Суметь должным образом отреагировать на сценическую неудачу необходимо
в принципе любому исполнителю - как опытному, так и дебютанту. Дело ведь
не в самой запинке или случайной технической помарке. Дело в том, чтобы
это не испортило настроение играющему и тем самым не сказалось бы на остальной
части программы. Не ошибка страшна, а возможная психологическая травма,
полученная в итоге ее; это и приходится объяснять молодежи.
Не побоюсь упрека в том, что говорю известные вещи (в конце концов, быстрее
всего выветривается из сознания именно хорошо известное), и скажу: на
сцене обязательно нужна убежденность в своей художественной правоте; тут
очень важно не усомниться в своих силах, возможностях, в своей интерпретации.
И готовить ученика к нужному сценическому самочувствию следует еще в классе.
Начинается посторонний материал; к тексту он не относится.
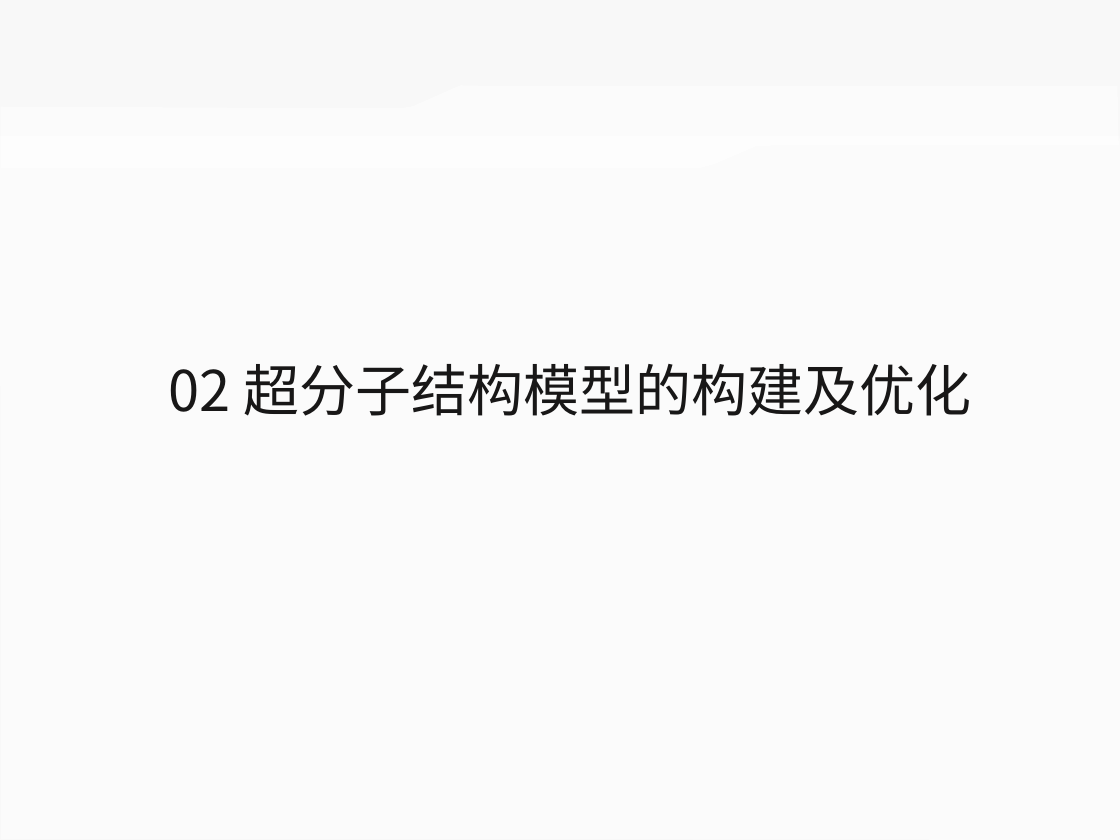
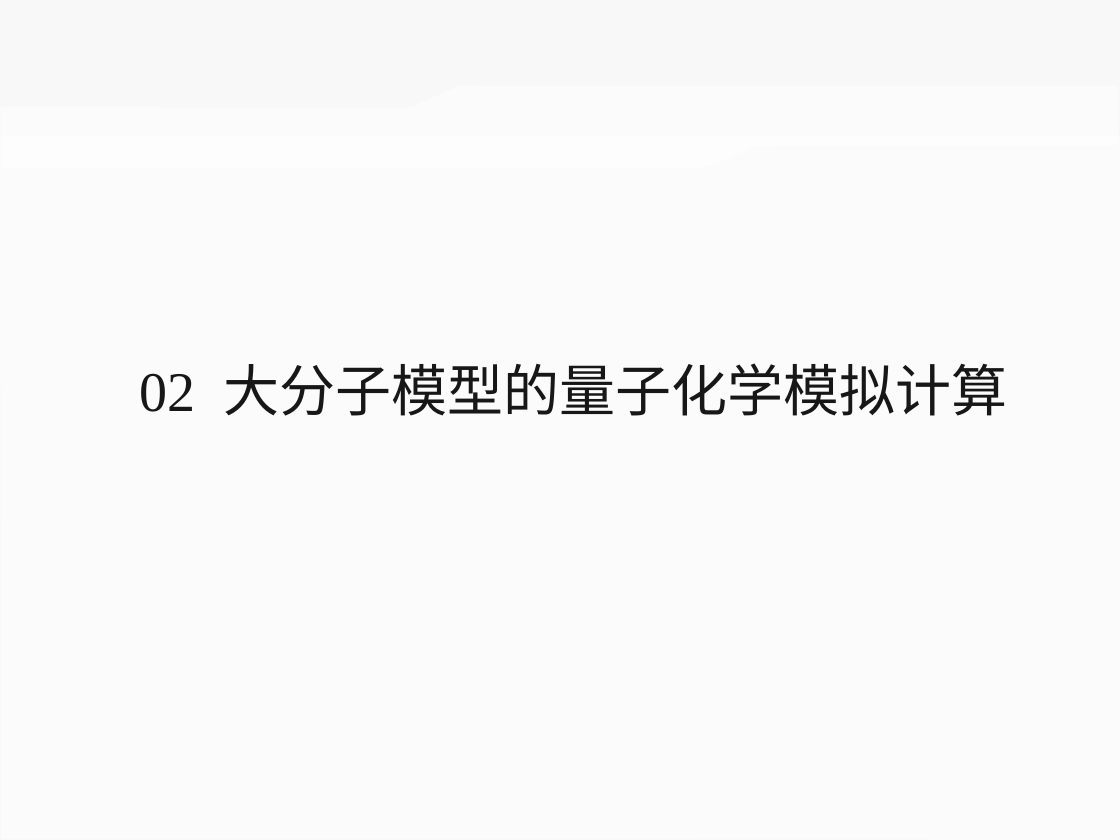
Before and after one commit to ilvcr/GraduationProject, a slide deck: slide 25 of ppt/yoghourtppt.pptx (slide 22 before the commit). Drawn at 1120x840 pixels with LibreOffice and Linux fonts; fonts in the diff are those of the drawing. Boxes give left, top, right and bottom in pixels: in the first picture for what was removed or moved away, otherwise in the second. Text is boxed around its words. In the diff, an @@ line names an element or a change of style, - is before the commit and + after.

```diff
--- a/ppt/yoghourtppt.pptx
+++ b/ppt/yoghourtppt.pptx
@@ text at [139, 363, 1007, 416]: text changed @@
-02 超分子结构模型的构建及优化
+02 大分子模型的量子化学模拟计算
```
Also in this commit, not shown: 16 other slides changed, 30 slides added, 18 slides removed, 1 other file.
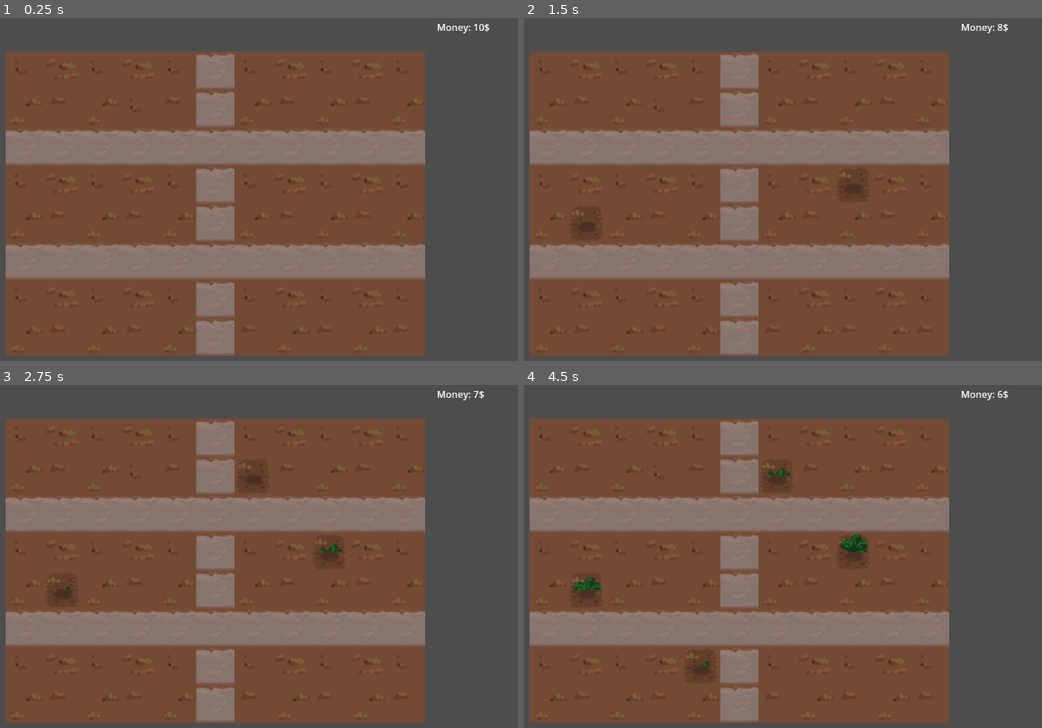
Above: before the commit, frames 1-4 (two rows, left to right).
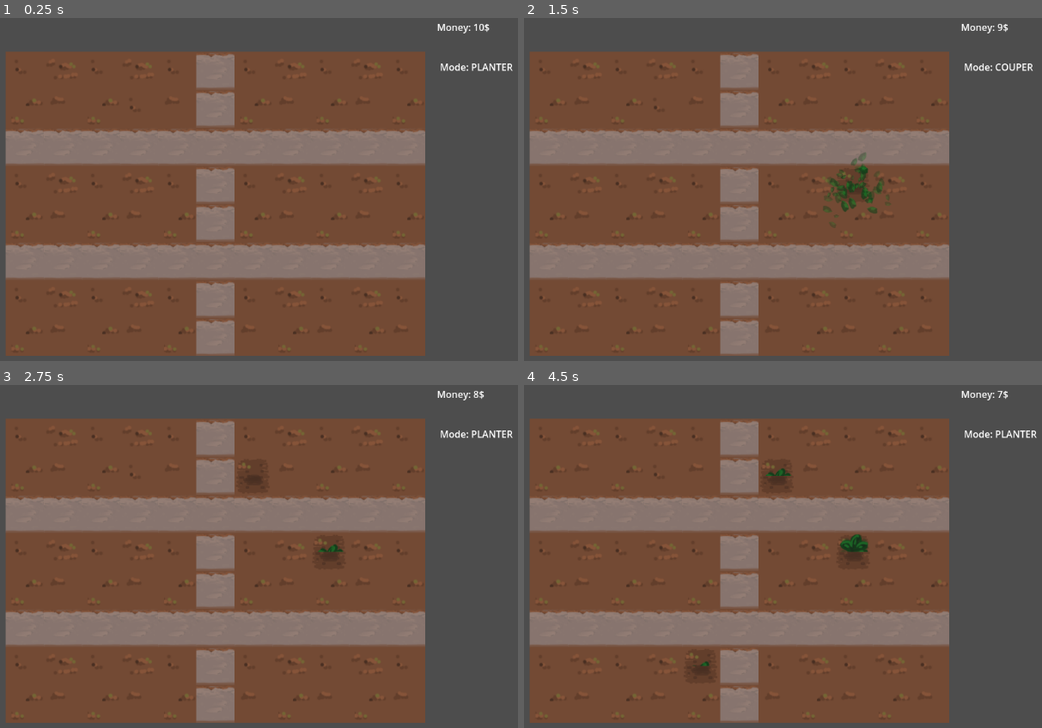
Above: after the commit, the same moments.

Repository: serrureriehurluberlesque/EGJ2025
Game: Godot game, scene res://scenes/world/world.tscn
Same seed, same stepped clock (60 frames per second), same inputs: the game is played once before the commit and once after it.
Inputs (mouse positions are in pixels of both pictures, inside the frame that each line leads up to):
- Up to frame 1 (0.25 s): no input
- Up to frame 2 (1.5 s): tap Enter at 0.5 s; move the mouse to (871, 186) at 0.52 s; press the mouse at (871, 186) at 0.53 s; tap C (cut_mode, bound only after the commit) at 0.8, 1.35 s; move the mouse to (580, 223) at 1.27 s; release the mouse at (580, 223) at 1.28 s; click (580, 223) at 1.42 s
- Up to frame 3 (2.75 s): tap P (plant_mode, bound only after the commit) at 1.55 s; move the mouse to (264, 487) at 2.02 s; hold P (plant_mode, bound only after the commit) from 2.03 s (still down); click (264, 487) at 2.3 s
- Up to frame 4 (4.5 s): tap Space at 2.75, 4.25 s; move the mouse to (684, 649) at 2.77 s; release P (plant_mode, bound only after the commit) at 2.78 s; click (684, 649) at 2.85 s; tap C (cut_mode, bound only after the commit) at 3.05 s; tap Enter at 3.5 s; move the mouse to (928, 631) at 3.52 s; hold C (cut_mode, bound only after the commit) 3.53-4.28 s; click (928, 631) at 3.67 s; tap P (plant_mode, bound only after the commit) at 3.8, 4.35 s; move the mouse to (outside the picture) at 4.27 s

The runs differ from the first frame. In frame 1, 0.2% of the frame differs, in the area x 85-100%, y 13-16%; in frame 2, 1.0%, in the area x 9-99%, y 2-64%; in frame 3, 0.3%; in frame 4, 0.5%.

Commit message:
Add mode and harvest

Diff:
--- a/egj2025/project.godot
+++ b/egj2025/project.godot
@@ -22,6 +22,16 @@
 "events": [Object(InputEventMouseButton,"resource_local_to_scene":false,"resource_name":"","device":-1,"window_id":0,"a …(258 unchanged characters)…
 ]
 }
+cut_mode={
+"deadzone": 0.2,
+"events": [Object(InputEventKey,"resource_local_to_scene":false,"resource_name":"","device":-1,"window_id":0,"alt_pressed":false,"shift_pressed":false,"ctrl_pressed":false,"meta_pressed":false,"pressed":false,"keycode":0,"physical_keycode":67,"key_label":0,"unicode":99,"location":0,"echo":false,"script":null)
+]
+}
+plant_mode={
+"deadzone": 0.2,
+"events": [Object(InputEventKey,"resource_local_to_scene":false,"resource_name":"","device":-1,"window_id":0,"alt_pressed":false,"shift_pressed":false,"ctrl_pressed":false,"meta_pressed":false,"pressed":false,"keycode":0,"physical_keycode":80,"key_label":0,"unicode":112,"location":0,"echo":false,"script":null)
+]
+}
 
 [rendering]
 
--- a/egj2025/scenes/world/world.gd
+++ b/egj2025/scenes/world/world.gd
@@ -11,30 +11,64 @@
 
 const SEED_COST = 1
 
-var plant_coords = []
+enum Mode {PLANT_MODE, CUT_MODE, WATER_MODE}
+
+const mode_strs = {
+	Mode.PLANT_MODE: "PLANTER",
+	Mode.CUT_MODE: "COUPER",
+}
+
+var plants = {}
 var moneyy = 10
+var current_mode = Mode.PLANT_MODE
 
 func _ready():
-	update_moneyy()
+	display_moneyy()
+	display_mode()
 
 func _input(event):
 	if event.is_action_pressed("activate"):
 		var map_coords = $Map.local_to_map(event.position)
 
-		if $Map.get_cell_atlas_coords(map_coords) in EARTH_TILES_ATLAS_COORDS \
-		and map_coords not in plant_coords \
-		and self.moneyy >= SEED_COST:
+		if current_mode == Mode.PLANT_MODE and can_plant(map_coords):
 			$Map.set_cell(map_coords, 2, Vector2i(2,1))
 			var new_plant = plant_.instantiate()
 			new_plant.position = $Map.map_to_local(map_coords)
 			new_plant.z_index = map_coords[1]
+			new_plant.connect("cutted", harvest_plant.bind(map_coords))
 			add_child(new_plant)
-			plant_coords.append(map_coords)
+			plants[map_coords] = new_plant
 
 			# Update moneyy
 			self.moneyy -= SEED_COST
-			update_moneyy()
+			display_moneyy()
 
+	elif event.is_action_pressed("cut_mode"):
+		current_mode = Mode.CUT_MODE
+		display_mode()
+	elif event.is_action_pressed("plant_mode"):
+		current_mode = Mode.PLANT_MODE
+		display_mode()
 
-func update_moneyy():
-	$MoneyyLabel.text = "Money: %d$" % self.moneyy
+func _physics_process(delta: float) -> void:
+	if current_mode == Mode.CUT_MODE and Input.is_mouse_button_pressed(MOUSE_BUTTON_LEFT):
+		var mouse_position = get_viewport().get_mouse_position()
+		var map_coords = $Map.local_to_map(mouse_position)
+		if map_coords in plants.keys():
+			plants[map_coords].cut(delta)
+
+func can_plant(map_coords: Vector2i):
+	return $Map.get_cell_atlas_coords(map_coords) in EARTH_TILES_ATLAS_COORDS \
+		and map_coords not in plants.keys() \
+		and self.moneyy >= SEED_COST
+
+func harvest_plant(price, coords):
+	plants.erase(coords)
+	self.moneyy += price
+	display_moneyy()
+
+func display_moneyy():
+	$MoneyyLabel.text = "Money: %d$" % moneyy
+
+func display_mode():
+	$ModeLabel.text = "Mode: %s" % mode_strs[current_mode]
--- a/egj2025/scenes/world/world.tscn
+++ b/egj2025/scenes/world/world.tscn
@@ -32,6 +32,12 @@
 [node name="World" type="Node2D"]
 script = ExtResource("2_sl2e5")
 
+[node name="ModeLabel" type="Label" parent="."]
+offset_left = 985.0
+offset_top = 78.0
+offset_right = 1143.0
+offset_bottom = 133.0
+
 [node name="MoneyyLabel" type="Label" parent="."]
 offset_left = 980.0
 offset_top = 11.0

Естественно, все хорошо в меру. И все же для человека, чья профессия -
выступать перед слушательской аудиторией, лучше иметь, по-моему, чуть
больше уверенности в себе, нежели меньше. Вот, например: некоторые исполнители
могут вам показаться со стороны излишне самонадеянными. Отчасти же - результат
особого внутреннего настроя. Ибо слишком велико бремя, лежащее на артисте".